Reduce the volume of the Cleansing Error tables

Reduce the volume of Cleansing Error tables

By default, the cleansing action logs a line of type Missing foreign key value in the CLS_XXX_Error tables if a Foreign Key has a NULL value in a relationship between a Fact and an Entity or between 2 Entities.

Example: We don't know who buys the Product X: the Person is set to NULL in the Fact Sale.

You have the same kind of line if a Foreign Key has a value that does not exist in the target object of the relationship.

Example: Product X was bought by Person Y, but Person Y didn't exist in the list of persons at that time.

For more information about the cleansing actions, see the article Take care of entries from Cleansing Error tables.

By default, the cleansing action logs an error if a Foreign Key has a NULL value in a relationship between a Fact and an Entity or between two Entities. However, you might want to treat a NULL Foreign Key as meaningful, indicating that the related record is unknown, but the data is still correct in the source.


To reduce the volume of entries in the CLS_XXX_Error tables, you may choose to suppress the creation of these Cleansing Action Log lines for such cases.

To avoid logging these as errors in the Cleansing Action error tables, apply the following updates to your Data Solution:

  • Include a new entry in the relevant Entity to represent the "N/A" value. This is called a singleton. For example, in the case of the Product_Subcategory Entity, you can add the following line:
-- Enable IDENTITY_INSERT in Product_Subcategory Entity
SET IDENTITY_INSERT [DW].[COR_EN_Product_Subcategory] ON
GO

--Add the singleton value in Product_Subcategory Entity
INSERT INTO [DW].[COR_EN_Product_Subcategory]
([BG_SourceSystem]
      ,[BG_LoadTimestamp]
      ,[BG_UpdateTimestamp]
      ,[Product_Subcategory_ID]
      ,[ProductSubcategoryID]
      ,[FK_Product_Category_ProductCategoryID]
      ,[Product_Category_Product_Category_ID]
      ,[Name])
VALUES (
      'N/A'
      ,CONVERT(DATETIME, '19000101', 112)
      ,CONVERT(DATETIME, '19000101', 112)
      ,-10
      ,-10
      ,0
      ,0
      ,'Not available');
GO

-- Disable IDENTITY_INSERT in Product_Subcategory Entity
SET IDENTITY_INSERT [DW].[COR_EN_Product_Subcategory] OFF
GO
  • To implement the use of the N/A value, add a term rule to the Foreign Key in the related Entity. For instance, in the case of Product_Product, the term rule should ensure that NULL values are replaced with the "N/A" value.
    • Edit the FK_Product_Subcategory_ProductSubcategoryID Term Mapping
    • Fill in the following Expression:
CASE
WHEN s1.ProductSubcategoryID IS NULL
THEN -10 --apply the N/A singleton value
ELSE s1.ProductSubcategoryID
END

 

Once you generate, deploy, and load your project again, no more Cleansing Action Log entries will be created for a NULL Foreign Key in the relationship affected by this update (e.g., the relationship between a Product and a Product_Subcategory).
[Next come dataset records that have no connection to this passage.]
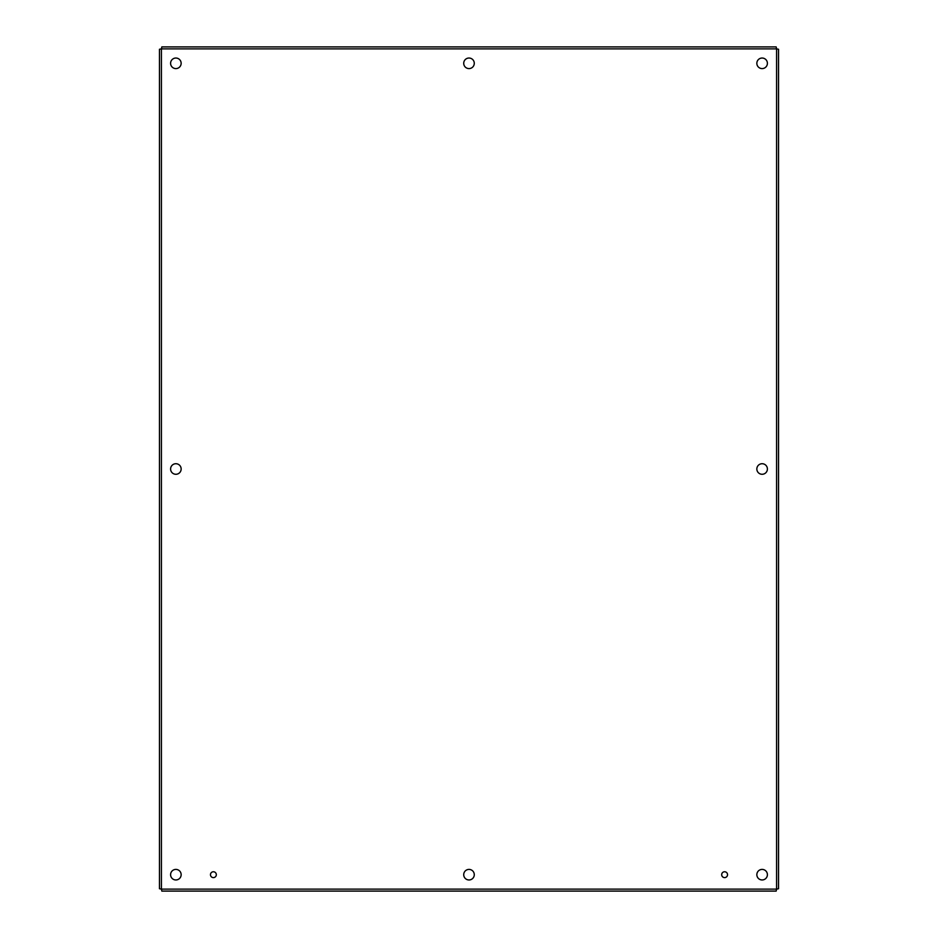 <?xml version="1.0" encoding="UTF-8"?>
<svg xmlns="http://www.w3.org/2000/svg" width="938" height="938" viewBox="0 0 938 938"><rect width="100%" height="100%" fill="white"/><g stroke="black" fill="none" stroke-linecap="round" stroke-linejoin="round"><path stroke-width="1.41" d="M727.536 874.685A2.931 2.931 0 0 1 723.139 877.218A2.931 2.931 0 0 1 723.139 872.152A2.931 2.931 0 0 1 727.536 874.685M216.326 874.685A2.931 2.931 0 0 1 211.929 877.218A2.931 2.931 0 0 1 211.929 872.152A2.931 2.931 0 0 1 216.326 874.685M474.276 874.685A5.276 5.276 0 0 1 466.362 879.258A5.276 5.276 0 0 1 466.362 870.112A5.276 5.276 0 0 1 474.276 874.685M474.276 63.315A5.276 5.276 0 0 1 466.362 67.888A5.276 5.276 0 0 1 466.362 58.742A5.276 5.276 0 0 1 474.276 63.315M767.401 469A5.276 5.276 0 0 1 759.487 473.573A5.276 5.276 0 0 1 759.487 464.427A5.276 5.276 0 0 1 767.401 469M181.151 469A5.276 5.276 0 0 1 173.237 473.573A5.276 5.276 0 0 1 173.237 464.427A5.276 5.276 0 0 1 181.151 469M767.401 874.685A5.276 5.276 0 0 1 759.487 879.258A5.276 5.276 0 0 1 759.487 870.112A5.276 5.276 0 0 1 767.401 874.685M767.401 63.315A5.276 5.276 0 0 1 759.487 67.888A5.276 5.276 0 0 1 759.487 58.742A5.276 5.276 0 0 1 767.401 63.315M181.151 63.315A5.276 5.276 0 0 1 173.237 67.888A5.276 5.276 0 0 1 173.237 58.742A5.276 5.276 0 0 1 181.151 63.315M181.151 874.685A5.276 5.276 0 0 1 173.237 879.258A5.276 5.276 0 0 1 173.237 870.112A5.276 5.276 0 0 1 181.151 874.685M778.54 49.268L778.54 888.732L776.57 889.13L776.172 891.1L161.828 891.1L161.43 889.13L159.46 888.732L159.46 49.268L161.43 48.87L161.828 46.9L776.172 46.9L776.57 48.87L778.54 49.268M776.57 889.13L776.57 48.87L161.43 48.87L161.43 889.13L776.57 889.13"/></g></svg>
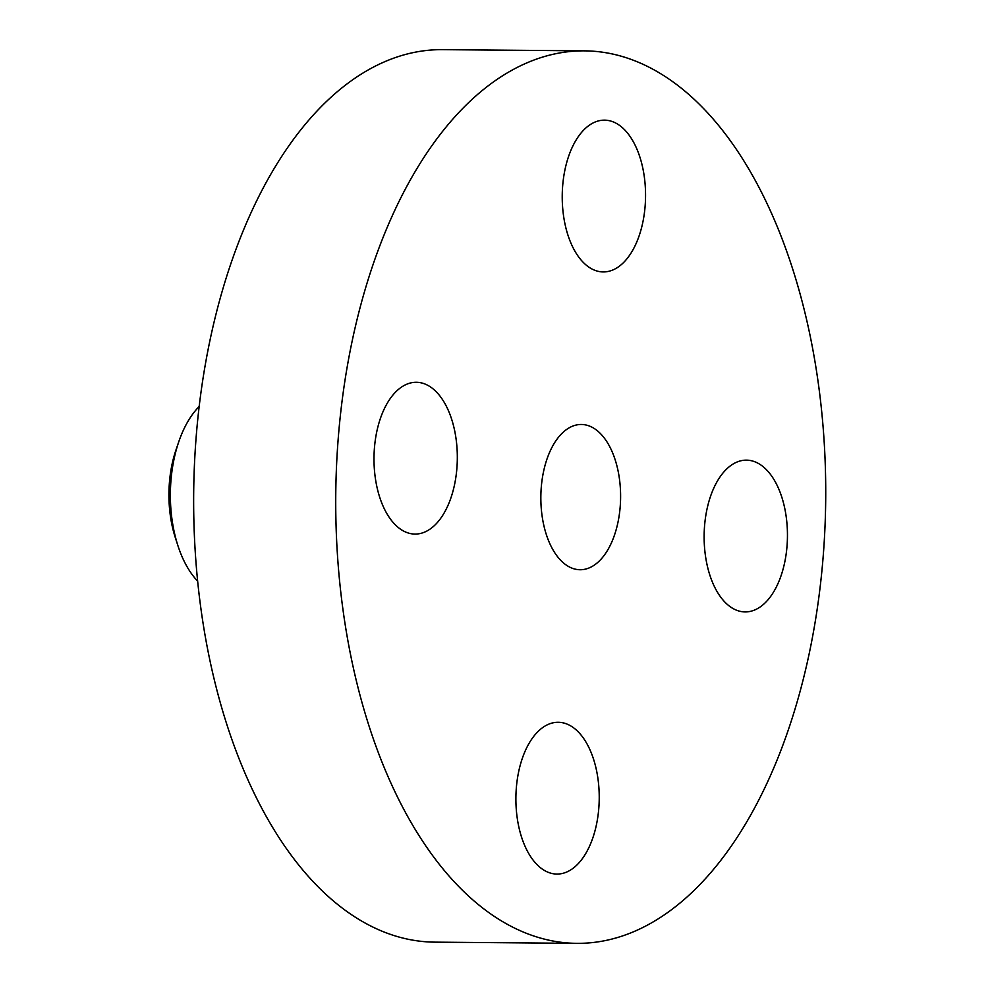<?xml version="1.0" encoding="UTF-8"?>
<svg xmlns="http://www.w3.org/2000/svg" width="993" height="993" viewBox="0 0 993 993"><rect width="100%" height="100%" fill="white"/><g stroke="black" fill="none" stroke-linecap="round" stroke-linejoin="round"><path stroke-width="1.49" d="M618.589 266.757A75.89 41.669 90.5 0 0 644.941 182.203A75.89 41.669 90.5 0 0 604.538 120.153A75.89 41.669 90.5 0 0 589.184 125.317A75.89 41.669 90.5 0 0 562.845 209.883A75.89 41.669 90.5 0 0 603.247 271.933A75.89 41.669 90.5 0 0 618.589 266.757M351.46 659.067A446.267 245.01 90.5 0 0 576.921 943.35A446.267 245.01 90.5 0 0 810.003 335.15A446.267 245.01 90.5 0 0 584.529 50.854A446.267 245.01 90.5 0 0 351.46 659.067M584.529 50.854L442.444 49.65A446.267 245.01 90.5 0 0 209.374 657.85A446.267 245.01 90.5 0 0 434.835 942.146L576.921 943.35M199.121 406.559A100.181 55 90.5 0 0 181.222 435.17A100.181 55 90.5 0 0 178.728 441.897A100.181 55 90.5 0 0 173.899 530.436A100.181 55 90.5 0 0 177.846 545.455A100.181 55 90.5 0 0 197.632 581.128M178.728 441.897L175.984 449.941A84.579 46.435 90.5 0 0 175.24 537.374L177.846 545.455M543.407 523.46A72.626 39.881 90.5 0 0 580.111 569.734A72.626 39.881 90.5 0 0 618.043 470.744A72.626 39.881 90.5 0 0 581.339 424.47A72.626 39.881 90.5 0 0 543.407 523.46M454.645 430.627A75.89 41.669 90.5 0 0 416.303 382.28A75.89 41.669 90.5 0 0 376.67 485.714A75.89 41.669 90.5 0 0 415.012 534.073A75.89 41.669 90.5 0 0 454.645 430.627M542.861 727.447A75.89 41.669 90.5 0 0 516.509 812.013A75.89 41.669 90.5 0 0 556.912 874.063A75.89 41.669 90.5 0 0 572.266 868.887A75.89 41.669 90.5 0 0 598.618 784.333A75.89 41.669 90.5 0 0 558.203 722.283A75.89 41.669 90.5 0 0 542.861 727.447M706.805 563.577A75.89 41.669 90.5 0 0 745.147 611.924A75.89 41.669 90.5 0 0 784.78 508.49A75.89 41.669 90.5 0 0 746.438 460.144A75.89 41.669 90.5 0 0 706.805 563.577"/></g></svg>
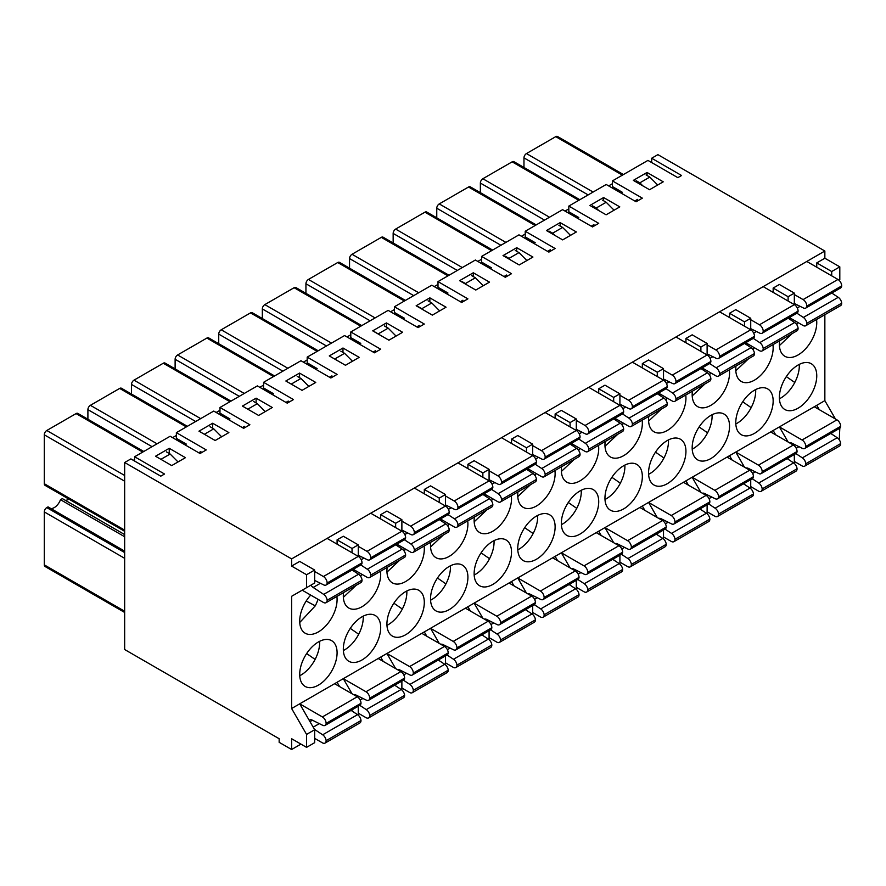 <?xml version="1.0" encoding="UTF-8"?>
<svg xmlns="http://www.w3.org/2000/svg" width="886" height="886" viewBox="0 0 886 886"><rect width="100%" height="100%" fill="white"/><g stroke="black" fill="none" stroke-linecap="round" stroke-linejoin="round"><path stroke-width="1.33" d="M339.582 686.572L337.09 682.264L299.712 703.838L314.663 729.732L306.567 734.416L306.567 747.363L291.616 738.725L291.616 749.512L279.156 742.324L279.156 738.725L124.66 649.527L124.66 462.503L130.895 458.915L160.787 476.17L164.53 474.021L134.628 456.755L170.134 436.255L200.037 453.521L206.272 449.922L176.369 432.656L213.747 411.071L243.65 428.337L249.874 424.748L219.972 407.482L257.35 385.897L287.252 403.163L293.476 399.564L263.574 382.309L300.952 360.724L330.855 377.99L337.09 374.39L307.187 357.124L344.565 335.55L374.468 352.816L380.692 349.217L350.79 331.951L388.168 310.377L418.07 327.632L424.305 324.043L394.403 306.777L431.781 285.192L461.672 302.458L467.908 298.859L438.005 281.604L475.383 260.019L505.286 277.285L511.51 273.685L481.607 256.419L518.986 234.845L548.888 252.111L555.123 248.512L525.221 231.246L562.599 209.672L592.501 226.927L598.726 223.338L568.823 206.073L606.201 184.487L636.104 201.753L642.339 198.154L612.436 180.899L647.943 160.399L677.845 177.654L681.578 175.506L651.675 158.24L657.91 154.64L824.855 251.026L291.616 558.9L291.616 566.088L299.712 561.414L314.663 570.041L314.663 582.988L306.567 587.673L306.567 574.726L291.616 566.088M383.184 661.399L380.692 657.08L343.314 678.665L352.041 693.771M426.797 636.226L424.305 631.906L386.927 653.491L395.643 668.598M470.4 611.052L467.908 606.733L430.53 628.307L439.257 643.413M514.002 585.867L511.51 581.559L474.132 603.133L482.859 618.24M557.615 560.694L555.123 556.375L517.745 577.96L526.461 593.066M601.217 535.521L598.726 531.201L561.347 552.786L570.075 567.893M644.831 510.347L642.339 506.028L604.961 527.613L613.677 542.708M688.433 485.163L685.941 480.854L648.563 502.428L657.279 517.535M732.035 459.989L729.543 455.681L692.165 477.255L700.892 492.361M775.649 434.816L773.157 430.496L735.779 452.081L744.495 467.188M824.855 314.707L824.855 400.649L779.381 426.908L788.108 442.014M336.879 596.433A26.425 15.261 -60 0 1 337.09 599.534A26.425 15.261 -60 0 1 325.55 626.136A26.425 15.261 -60 0 1 305.183 633.213A26.425 15.261 -60 0 1 310.709 595.093M337.09 652.772A26.425 15.261 120 0 0 331.619 640.667A26.425 15.261 120 0 0 305.183 655.928A26.425 15.261 120 0 0 305.183 686.451A26.425 15.261 120 0 0 317.775 685.487A26.425 15.261 120 0 0 337.09 652.772M380.482 571.26A26.425 15.261 -60 0 1 380.692 574.361A26.425 15.261 -60 0 1 369.152 600.963A26.425 15.261 -60 0 1 348.796 608.04A26.425 15.261 -60 0 1 343.524 592.601M353.47 570.883A26.425 15.261 -60 0 1 354.311 569.919M380.692 627.587A26.425 15.261 120 0 0 375.221 615.493A26.425 15.261 120 0 0 348.796 630.754A26.425 15.261 120 0 0 348.796 661.266A26.425 15.261 120 0 0 361.377 660.314A26.425 15.261 120 0 0 380.692 627.587M424.095 546.086A26.425 15.261 -60 0 1 424.305 549.187A26.425 15.261 -60 0 1 412.765 575.778A26.425 15.261 -60 0 1 392.398 582.866A26.425 15.261 -60 0 1 387.138 567.417M397.072 545.71A26.425 15.261 -60 0 1 397.925 544.746M424.305 602.414A26.425 15.261 120 0 0 418.823 590.32A26.425 15.261 120 0 0 392.398 605.581A26.425 15.261 120 0 0 392.398 636.093A26.425 15.261 120 0 0 404.991 635.129A26.425 15.261 120 0 0 424.305 602.414M467.697 520.913A26.425 15.261 -60 0 1 467.908 524.014A26.425 15.261 -60 0 1 456.368 550.605A26.425 15.261 -60 0 1 436.001 557.693A26.425 15.261 -60 0 1 430.74 542.243M440.685 520.536A26.425 15.261 -60 0 1 441.527 519.573M467.908 577.24A26.425 15.261 120 0 0 462.437 565.146A26.425 15.261 120 0 0 436.001 580.396A26.425 15.261 120 0 0 436.001 610.919A26.425 15.261 120 0 0 448.593 609.956A26.425 15.261 120 0 0 467.908 577.24M511.3 495.728A26.425 15.261 -60 0 1 511.51 498.829A26.425 15.261 -60 0 1 499.981 525.431A26.425 15.261 -60 0 1 479.614 532.508A26.425 15.261 -60 0 1 474.342 517.07M484.288 495.352A26.425 15.261 -60 0 1 485.14 494.399M511.51 552.067A26.425 15.261 120 0 0 506.039 539.962A26.425 15.261 120 0 0 479.614 555.223A26.425 15.261 120 0 0 479.614 585.746A26.425 15.261 120 0 0 492.206 584.782A26.425 15.261 120 0 0 511.51 552.067M554.913 470.555A26.425 15.261 -60 0 1 555.123 473.656A26.425 15.261 -60 0 1 543.583 500.258A26.425 15.261 -60 0 1 523.216 507.335A26.425 15.261 -60 0 1 517.956 491.896M527.89 470.178A26.425 15.261 -60 0 1 528.743 469.215M555.123 526.893A26.425 15.261 120 0 0 549.652 514.788A26.425 15.261 120 0 0 523.216 530.049A26.425 15.261 120 0 0 523.216 560.561A26.425 15.261 120 0 0 535.808 559.609A26.425 15.261 120 0 0 555.123 526.893M598.515 445.381A26.425 15.261 -60 0 1 598.726 448.482A26.425 15.261 -60 0 1 587.185 475.084A26.425 15.261 -60 0 1 566.818 482.161A26.425 15.261 -60 0 1 561.558 466.712M571.503 445.005A26.425 15.261 -60 0 1 572.345 444.041M598.726 501.709A26.425 15.261 120 0 0 593.255 489.615A26.425 15.261 120 0 0 566.818 504.876A26.425 15.261 120 0 0 566.818 535.388A26.425 15.261 120 0 0 579.411 534.424A26.425 15.261 120 0 0 598.726 501.709M642.128 420.208A26.425 15.261 -60 0 1 642.339 423.309A26.425 15.261 -60 0 1 630.799 449.9A26.425 15.261 -60 0 1 610.432 456.988A26.425 15.261 -60 0 1 605.171 441.538M615.105 419.831A26.425 15.261 -60 0 1 615.958 418.868M642.339 476.535A26.425 15.261 120 0 0 636.857 464.441A26.425 15.261 120 0 0 610.432 479.691A26.425 15.261 120 0 0 610.432 510.214A26.425 15.261 120 0 0 623.024 509.251A26.425 15.261 120 0 0 642.339 476.535M685.731 395.023A26.425 15.261 -60 0 1 685.941 398.124A26.425 15.261 -60 0 1 674.401 424.726A26.425 15.261 -60 0 1 654.034 431.803A26.425 15.261 -60 0 1 648.773 416.365M658.719 394.647A26.425 15.261 -60 0 1 659.561 393.694M685.941 451.362A26.425 15.261 120 0 0 680.47 439.257A26.425 15.261 120 0 0 654.034 454.518A26.425 15.261 120 0 0 654.034 485.041A26.425 15.261 120 0 0 666.626 484.077A26.425 15.261 120 0 0 685.941 451.362M729.333 369.85A26.425 15.261 -60 0 1 729.543 372.951A26.425 15.261 -60 0 1 718.014 399.553A26.425 15.261 -60 0 1 697.647 406.63A26.425 15.261 -60 0 1 692.376 391.191M702.321 369.473A26.425 15.261 -60 0 1 703.174 368.51M729.543 426.188A26.425 15.261 120 0 0 724.072 414.083A26.425 15.261 120 0 0 697.647 429.345A26.425 15.261 120 0 0 697.647 459.867A26.425 15.261 120 0 0 710.24 458.904A26.425 15.261 120 0 0 729.543 426.188M772.946 344.676A26.425 15.261 -60 0 1 773.157 347.777A26.425 15.261 -60 0 1 761.617 374.379A26.425 15.261 -60 0 1 741.25 381.456A26.425 15.261 -60 0 1 735.989 366.018M745.923 344.3A26.425 15.261 -60 0 1 746.776 343.336M773.157 401.004A26.425 15.261 120 0 0 767.675 388.91A26.425 15.261 120 0 0 741.25 404.171A26.425 15.261 120 0 0 741.25 434.683A26.425 15.261 120 0 0 753.842 433.719A26.425 15.261 120 0 0 773.157 401.004M816.759 375.83A26.425 15.261 120 0 0 811.288 363.736A26.425 15.261 120 0 0 784.852 378.986A26.425 15.261 120 0 0 784.852 409.509A26.425 15.261 120 0 0 797.444 408.546A26.425 15.261 120 0 0 816.759 375.83M816.549 319.503A26.425 15.261 -60 0 1 816.759 322.604A26.425 15.261 -60 0 1 805.219 349.195A26.425 15.261 -60 0 1 784.852 356.283A26.425 15.261 -60 0 1 779.591 340.833M789.537 319.126A26.425 15.261 -60 0 1 790.378 318.163M337.09 682.264L343.314 678.665L365.984 691.756A5.283 3.057 60 0 1 369.728 698.223A5.283 3.057 60 0 1 368.654 700.239A5.283 3.057 60 0 1 366.272 700.117L355.751 694.912A5.283 3.057 60 0 0 353.614 694.679M380.692 657.08L386.927 653.491L409.598 666.582A5.283 3.057 60 0 1 413.33 673.05A5.283 3.057 60 0 1 412.256 675.054A5.283 3.057 60 0 1 409.875 674.944L399.365 669.738A5.283 3.057 60 0 0 397.216 669.506M424.305 631.906L430.53 628.307L453.2 641.398A5.283 3.057 60 0 1 456.943 647.876A5.283 3.057 60 0 1 455.858 649.881A5.283 3.057 60 0 1 453.488 649.759L442.967 644.554A5.283 3.057 60 0 0 440.829 644.321M467.908 606.733L474.132 603.133L496.813 616.224A5.283 3.057 60 0 1 500.546 622.703A5.283 3.057 60 0 1 499.471 624.708A5.283 3.057 60 0 1 497.09 624.586L486.58 619.38A5.283 3.057 60 0 0 484.432 619.148M511.51 581.559L517.745 577.96L540.416 591.051A5.283 3.057 60 0 1 544.148 597.518A5.283 3.057 60 0 1 543.074 599.534A5.283 3.057 60 0 1 540.704 599.412L530.182 594.207A5.283 3.057 60 0 0 528.034 593.974M555.123 556.375L561.347 552.786L584.018 565.877A5.283 3.057 60 0 1 587.761 572.345A5.283 3.057 60 0 1 586.687 574.35A5.283 3.057 60 0 1 584.306 574.239L573.785 569.033A5.283 3.057 60 0 0 571.647 568.801M598.726 531.201L604.961 527.613L627.631 540.693A5.283 3.057 60 0 1 631.364 547.171A5.283 3.057 60 0 1 630.289 549.176A5.283 3.057 60 0 1 627.908 549.054L617.398 543.849A5.283 3.057 60 0 0 615.249 543.616M642.339 506.028L648.563 502.428L671.234 515.519A5.283 3.057 60 0 1 674.977 521.998A5.283 3.057 60 0 1 673.892 524.003A5.283 3.057 60 0 1 671.522 523.881L661 518.675A5.283 3.057 60 0 0 658.863 518.443M685.941 480.854L692.165 477.255L714.847 490.346A5.283 3.057 60 0 1 718.579 496.813A5.283 3.057 60 0 1 717.505 498.829A5.283 3.057 60 0 1 715.124 498.707L704.614 493.502A5.283 3.057 60 0 0 702.465 493.269M729.543 455.681L735.779 452.081L758.449 465.172A5.283 3.057 60 0 1 762.182 471.64A5.283 3.057 60 0 1 761.107 473.645A5.283 3.057 60 0 1 758.737 473.534L748.216 468.329A5.283 3.057 60 0 0 746.067 468.096M773.157 430.496L779.381 426.908L802.052 439.988A5.283 3.057 60 0 1 805.795 446.466A5.283 3.057 60 0 1 804.721 448.471A5.283 3.057 60 0 1 802.339 448.349L791.818 443.144A5.283 3.057 60 0 0 789.681 442.922M352.096 569.986L358.575 574.25A5.283 3.057 -120 0 1 362.031 580.131A5.283 3.057 -120 0 1 360.934 582.545L326.048 602.69A5.283 3.057 -120 0 1 323.401 602.425L302.204 590.187L291.616 596.3L291.616 708.512L299.712 703.838L322.382 716.929A5.283 3.057 60 0 1 326.126 723.408A5.283 3.057 60 0 1 325.04 725.412A5.283 3.057 60 0 1 322.67 725.291L312.149 720.085A5.283 3.057 60 0 0 309.768 719.964A5.283 3.057 60 0 0 309.269 720.396M291.616 749.512L300.952 744.118M337.09 544.148L337.09 539.829L343.314 536.24L358.265 544.868L358.265 556.375M380.692 518.975L380.692 514.655L386.927 511.056L401.879 519.694L401.879 531.201M424.305 493.801L424.305 489.482L430.53 485.882L445.481 494.521L445.481 506.028L414.338 488.042M467.908 468.616L467.908 464.308L474.132 460.709L489.083 469.336L489.083 480.854M511.51 443.443L511.51 439.135L517.745 435.535L532.696 444.163L532.696 455.67L501.542 437.695M555.123 418.27L555.123 413.95L561.347 410.362L576.299 418.989L576.299 430.496M598.726 393.096L598.726 388.777L604.961 385.177L619.912 393.816L619.912 405.323L588.758 387.337M642.339 367.923L642.339 363.603L648.563 360.004L663.514 368.631L663.514 380.149M685.941 342.738L685.941 338.43L692.165 334.83L707.117 343.458L707.117 354.965M729.543 317.565L729.543 313.245L735.779 309.657L750.73 318.284L750.73 329.791M773.157 292.391L773.157 288.072L779.381 284.472L794.332 293.111L794.332 304.618L763.189 286.632M816.759 267.218L816.759 262.898L824.855 258.225L824.855 251.026M352.041 711.015L352.041 709.83M395.643 685.842L395.643 684.645M439.257 660.657L439.257 659.472M482.859 635.483L482.859 634.298M526.461 610.31L526.461 609.125M570.075 585.137L570.075 583.94M613.677 559.952L613.677 558.767M657.29 534.779L657.29 533.593M700.892 509.605L700.892 508.42M744.495 484.432L744.495 483.235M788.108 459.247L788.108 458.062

This update allows you to distinguish between "real" unknown values (which are subject to a Cleansing Action) and N/A values, which are now treated as valid and meaningful.

The new singleton line added to the relevant Entity for the N/A value is not generated by biGENIUS-X since it was created manually.
As a result, a new deployment will remove this line.

To ensure the N/A value persists, it is recommended to create a script that can be executed manually after deploying the generated artifacts. This script should reinsert the N/A entry into the Entity table.